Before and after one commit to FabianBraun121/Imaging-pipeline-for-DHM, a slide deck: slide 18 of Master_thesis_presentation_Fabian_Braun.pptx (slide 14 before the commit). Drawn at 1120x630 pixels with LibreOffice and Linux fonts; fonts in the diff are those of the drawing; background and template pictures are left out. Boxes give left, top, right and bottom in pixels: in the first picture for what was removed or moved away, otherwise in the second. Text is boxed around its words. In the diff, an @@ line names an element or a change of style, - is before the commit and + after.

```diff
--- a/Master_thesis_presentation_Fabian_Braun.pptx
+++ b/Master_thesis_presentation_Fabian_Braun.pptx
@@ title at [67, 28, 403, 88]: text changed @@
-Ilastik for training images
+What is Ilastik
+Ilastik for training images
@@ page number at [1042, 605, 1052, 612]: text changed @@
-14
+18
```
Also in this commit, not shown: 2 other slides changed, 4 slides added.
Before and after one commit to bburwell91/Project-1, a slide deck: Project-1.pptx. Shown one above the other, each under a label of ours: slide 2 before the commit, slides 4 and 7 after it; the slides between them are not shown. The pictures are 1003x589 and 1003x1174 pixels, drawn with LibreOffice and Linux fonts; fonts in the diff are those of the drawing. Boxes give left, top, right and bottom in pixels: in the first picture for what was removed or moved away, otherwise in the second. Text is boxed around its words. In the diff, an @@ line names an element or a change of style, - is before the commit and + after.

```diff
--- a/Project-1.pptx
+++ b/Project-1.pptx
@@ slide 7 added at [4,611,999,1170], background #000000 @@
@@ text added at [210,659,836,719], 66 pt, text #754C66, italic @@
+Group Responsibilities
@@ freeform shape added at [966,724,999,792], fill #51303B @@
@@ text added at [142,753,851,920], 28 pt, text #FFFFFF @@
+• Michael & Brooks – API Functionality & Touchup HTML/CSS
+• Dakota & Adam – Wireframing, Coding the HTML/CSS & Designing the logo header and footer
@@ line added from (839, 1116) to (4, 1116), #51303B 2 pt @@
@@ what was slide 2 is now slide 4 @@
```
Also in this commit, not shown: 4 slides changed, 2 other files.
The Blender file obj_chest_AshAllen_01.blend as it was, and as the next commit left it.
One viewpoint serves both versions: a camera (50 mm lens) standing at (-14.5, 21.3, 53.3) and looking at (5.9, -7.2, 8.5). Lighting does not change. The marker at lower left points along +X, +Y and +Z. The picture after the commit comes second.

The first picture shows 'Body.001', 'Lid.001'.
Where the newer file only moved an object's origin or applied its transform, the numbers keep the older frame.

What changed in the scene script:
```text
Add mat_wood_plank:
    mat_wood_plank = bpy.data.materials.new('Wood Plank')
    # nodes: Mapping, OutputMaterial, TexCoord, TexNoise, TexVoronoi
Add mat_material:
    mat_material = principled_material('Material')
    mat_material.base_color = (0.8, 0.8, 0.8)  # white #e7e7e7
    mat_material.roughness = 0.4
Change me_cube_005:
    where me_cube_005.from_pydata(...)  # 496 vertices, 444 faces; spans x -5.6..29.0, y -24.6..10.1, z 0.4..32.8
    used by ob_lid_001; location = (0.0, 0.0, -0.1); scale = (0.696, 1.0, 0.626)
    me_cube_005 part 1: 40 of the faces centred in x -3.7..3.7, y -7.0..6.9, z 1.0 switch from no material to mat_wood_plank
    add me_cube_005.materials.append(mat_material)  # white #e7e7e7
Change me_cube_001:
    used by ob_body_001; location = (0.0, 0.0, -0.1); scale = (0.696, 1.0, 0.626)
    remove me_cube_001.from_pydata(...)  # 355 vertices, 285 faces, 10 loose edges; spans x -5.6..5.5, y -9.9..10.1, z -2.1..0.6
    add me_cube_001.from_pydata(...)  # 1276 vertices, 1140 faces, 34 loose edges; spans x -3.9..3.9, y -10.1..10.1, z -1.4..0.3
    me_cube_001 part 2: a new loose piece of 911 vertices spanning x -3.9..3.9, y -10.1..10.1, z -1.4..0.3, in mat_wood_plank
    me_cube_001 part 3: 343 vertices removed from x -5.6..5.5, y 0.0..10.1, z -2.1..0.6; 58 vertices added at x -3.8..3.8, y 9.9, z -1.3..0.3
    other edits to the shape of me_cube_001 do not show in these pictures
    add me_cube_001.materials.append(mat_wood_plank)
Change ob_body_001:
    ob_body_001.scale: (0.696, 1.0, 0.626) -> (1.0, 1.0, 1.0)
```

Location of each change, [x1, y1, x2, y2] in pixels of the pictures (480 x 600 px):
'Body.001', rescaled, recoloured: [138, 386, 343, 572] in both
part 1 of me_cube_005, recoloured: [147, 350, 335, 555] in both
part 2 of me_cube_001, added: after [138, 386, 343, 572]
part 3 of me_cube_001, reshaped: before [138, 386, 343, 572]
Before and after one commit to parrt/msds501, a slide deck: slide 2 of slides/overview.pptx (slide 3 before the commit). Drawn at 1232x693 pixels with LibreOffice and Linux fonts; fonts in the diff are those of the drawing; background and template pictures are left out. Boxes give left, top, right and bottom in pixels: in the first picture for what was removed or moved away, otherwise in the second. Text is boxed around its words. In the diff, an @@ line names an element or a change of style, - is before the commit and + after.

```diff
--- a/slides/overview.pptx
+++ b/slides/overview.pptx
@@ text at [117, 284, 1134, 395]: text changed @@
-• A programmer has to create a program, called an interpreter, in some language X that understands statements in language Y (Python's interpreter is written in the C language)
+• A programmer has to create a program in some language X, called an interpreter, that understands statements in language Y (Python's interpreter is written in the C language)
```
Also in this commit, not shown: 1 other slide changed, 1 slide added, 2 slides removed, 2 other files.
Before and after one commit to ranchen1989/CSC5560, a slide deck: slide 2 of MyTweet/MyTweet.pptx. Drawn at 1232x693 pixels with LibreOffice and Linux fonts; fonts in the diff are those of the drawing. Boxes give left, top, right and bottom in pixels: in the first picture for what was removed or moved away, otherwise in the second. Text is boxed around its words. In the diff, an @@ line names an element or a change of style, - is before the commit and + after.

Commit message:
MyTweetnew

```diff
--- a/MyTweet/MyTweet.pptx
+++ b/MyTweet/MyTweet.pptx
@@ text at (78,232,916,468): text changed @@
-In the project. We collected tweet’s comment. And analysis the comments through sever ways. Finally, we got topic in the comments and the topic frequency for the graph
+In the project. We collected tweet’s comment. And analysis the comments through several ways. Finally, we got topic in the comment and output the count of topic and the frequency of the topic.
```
────────────────
Exercise aim :: Every line of the listing, first to last, should be retyped exactly.

Task response ::
Before and after one commit to FabianBraun121/Imaging-pipeline-for-DHM, a slide deck: slide 18 of Master_thesis_presentation_Fabian_Braun.pptx (slide 14 before the commit). Drawn at 1120x630 pixels with LibreOffice and Linux fonts; fonts in the diff are those of the drawing; background and template pictures are left out. Boxes give left, top, right and bottom in pixels: in the first picture for what was removed or moved away, otherwise in the second. Text is boxed around its words. In the diff, an @@ line names an element or a change of style, - is before the commit and + after.

```diff
--- a/Master_thesis_presentation_Fabian_Braun.pptx
+++ b/Master_thesis_presentation_Fabian_Braun.pptx
@@ title at [67, 28, 403, 88]: text changed @@
-Ilastik for training images
+What is Ilastik
+Ilastik for training images
@@ page number at [1042, 605, 1052, 612]: text changed @@
-14
+18
```
Also in this commit, not shown: 2 other slides changed, 4 slides added.
Before and after one commit to bburwell91/Project-1, a slide deck: Project-1.pptx. Shown one above the other, each under a label of ours: slide 2 before the commit, slides 4 and 7 after it; the slides between them are not shown. The pictures are 1003x589 and 1003x1174 pixels, drawn with LibreOffice and Linux fonts; fonts in the diff are those of the drawing. Boxes give left, top, right and bottom in pixels: in the first picture for what was removed or moved away, otherwise in the second. Text is boxed around its words. In the diff, an @@ line names an element or a change of style, - is before the commit and + after.

```diff
--- a/Project-1.pptx
+++ b/Project-1.pptx
@@ slide 7 added at [4,611,999,1170], background #000000 @@
@@ text added at [210,659,836,719], 66 pt, text #754C66, italic @@
+Group Responsibilities
@@ freeform shape added at [966,724,999,792], fill #51303B @@
@@ text added at [142,753,851,920], 28 pt, text #FFFFFF @@
+• Michael & Brooks – API Functionality & Touchup HTML/CSS
+• Dakota & Adam – Wireframing, Coding the HTML/CSS & Designing the logo header and footer
@@ line added from (839, 1116) to (4, 1116), #51303B 2 pt @@
@@ what was slide 2 is now slide 4 @@
```
Also in this commit, not shown: 4 slides changed, 2 other files.
The Blender file obj_chest_AshAllen_01.blend as it was, and as the next commit left it.
One viewpoint serves both versions: a camera (50 mm lens) standing at (-14.5, 21.3, 53.3) and looking at (5.9, -7.2, 8.5). Lighting does not change. The marker at lower left points along +X, +Y and +Z. The picture after the commit comes second.

The first picture shows 'Body.001', 'Lid.001'.
Where the newer file only moved an object's origin or applied its transform, the numbers keep the older frame.

What changed in the scene script:
```text
Add mat_wood_plank:
    mat_wood_plank = bpy.data.materials.new('Wood Plank')
    # nodes: Mapping, OutputMaterial, TexCoord, TexNoise, TexVoronoi
Add mat_material:
    mat_material = principled_material('Material')
    mat_material.base_color = (0.8, 0.8, 0.8)  # white #e7e7e7
    mat_material.roughness = 0.4
Change me_cube_005:
    where me_cube_005.from_pydata(...)  # 496 vertices, 444 faces; spans x -5.6..29.0, y -24.6..10.1, z 0.4..32.8
    used by ob_lid_001; location = (0.0, 0.0, -0.1); scale = (0.696, 1.0, 0.626)
    me_cube_005 part 1: 40 of the faces centred in x -3.7..3.7, y -7.0..6.9, z 1.0 switch from no material to mat_wood_plank
    add me_cube_005.materials.append(mat_material)  # white #e7e7e7
Change me_cube_001:
    used by ob_body_001; location = (0.0, 0.0, -0.1); scale = (0.696, 1.0, 0.626)
    remove me_cube_001.from_pydata(...)  # 355 vertices, 285 faces, 10 loose edges; spans x -5.6..5.5, y -9.9..10.1, z -2.1..0.6
    add me_cube_001.from_pydata(...)  # 1276 vertices, 1140 faces, 34 loose edges; spans x -3.9..3.9, y -10.1..10.1, z -1.4..0.3
    me_cube_001 part 2: a new loose piece of 911 vertices spanning x -3.9..3.9, y -10.1..10.1, z -1.4..0.3, in mat_wood_plank
    me_cube_001 part 3: 343 vertices removed from x -5.6..5.5, y 0.0..10.1, z -2.1..0.6; 58 vertices added at x -3.8..3.8, y 9.9, z -1.3..0.3
    other edits to the shape of me_cube_001 do not show in these pictures
    add me_cube_001.materials.append(mat_wood_plank)
Change ob_body_001:
    ob_body_001.scale: (0.696, 1.0, 0.626) -> (1.0, 1.0, 1.0)
```

Location of each change, [x1, y1, x2, y2] in pixels of the pictures (480 x 600 px):
'Body.001', rescaled, recoloured: [138, 386, 343, 572] in both
part 1 of me_cube_005, recoloured: [147, 350, 335, 555] in both
part 2 of me_cube_001, added: after [138, 386, 343, 572]
part 3 of me_cube_001, reshaped: before [138, 386, 343, 572]
Before and after one commit to parrt/msds501, a slide deck: slide 2 of slides/overview.pptx (slide 3 before the commit). Drawn at 1232x693 pixels with LibreOffice and Linux fonts; fonts in the diff are those of the drawing; background and template pictures are left out. Boxes give left, top, right and bottom in pixels: in the first picture for what was removed or moved away, otherwise in the second. Text is boxed around its words. In the diff, an @@ line names an element or a change of style, - is before the commit and + after.

```diff
--- a/slides/overview.pptx
+++ b/slides/overview.pptx
@@ text at [117, 284, 1134, 395]: text changed @@
-• A programmer has to create a program, called an interpreter, in some language X that understands statements in language Y (Python's interpreter is written in the C language)
+• A programmer has to create a program in some language X, called an interpreter, that understands statements in language Y (Python's interpreter is written in the C language)
```
Also in this commit, not shown: 1 other slide changed, 1 slide added, 2 slides removed, 2 other files.
Before and after one commit to ranchen1989/CSC5560, a slide deck: slide 2 of MyTweet/MyTweet.pptx. Drawn at 1232x693 pixels with LibreOffice and Linux fonts; fonts in the diff are those of the drawing. Boxes give left, top, right and bottom in pixels: in the first picture for what was removed or moved away, otherwise in the second. Text is boxed around its words. In the diff, an @@ line names an element or a change of style, - is before the commit and + after.

Commit message:
MyTweetnew

```diff
--- a/MyTweet/MyTweet.pptx
+++ b/MyTweet/MyTweet.pptx
@@ text at (78,232,916,468): text changed @@
-In the project. We collected tweet’s comment. And analysis the comments through sever ways. Finally, we got topic in the comments and the topic frequency for the graph
+In the project. We collected tweet’s comment. And analysis the comments through several ways. Finally, we got topic in the comment and output the count of topic and the frequency of the topic.
```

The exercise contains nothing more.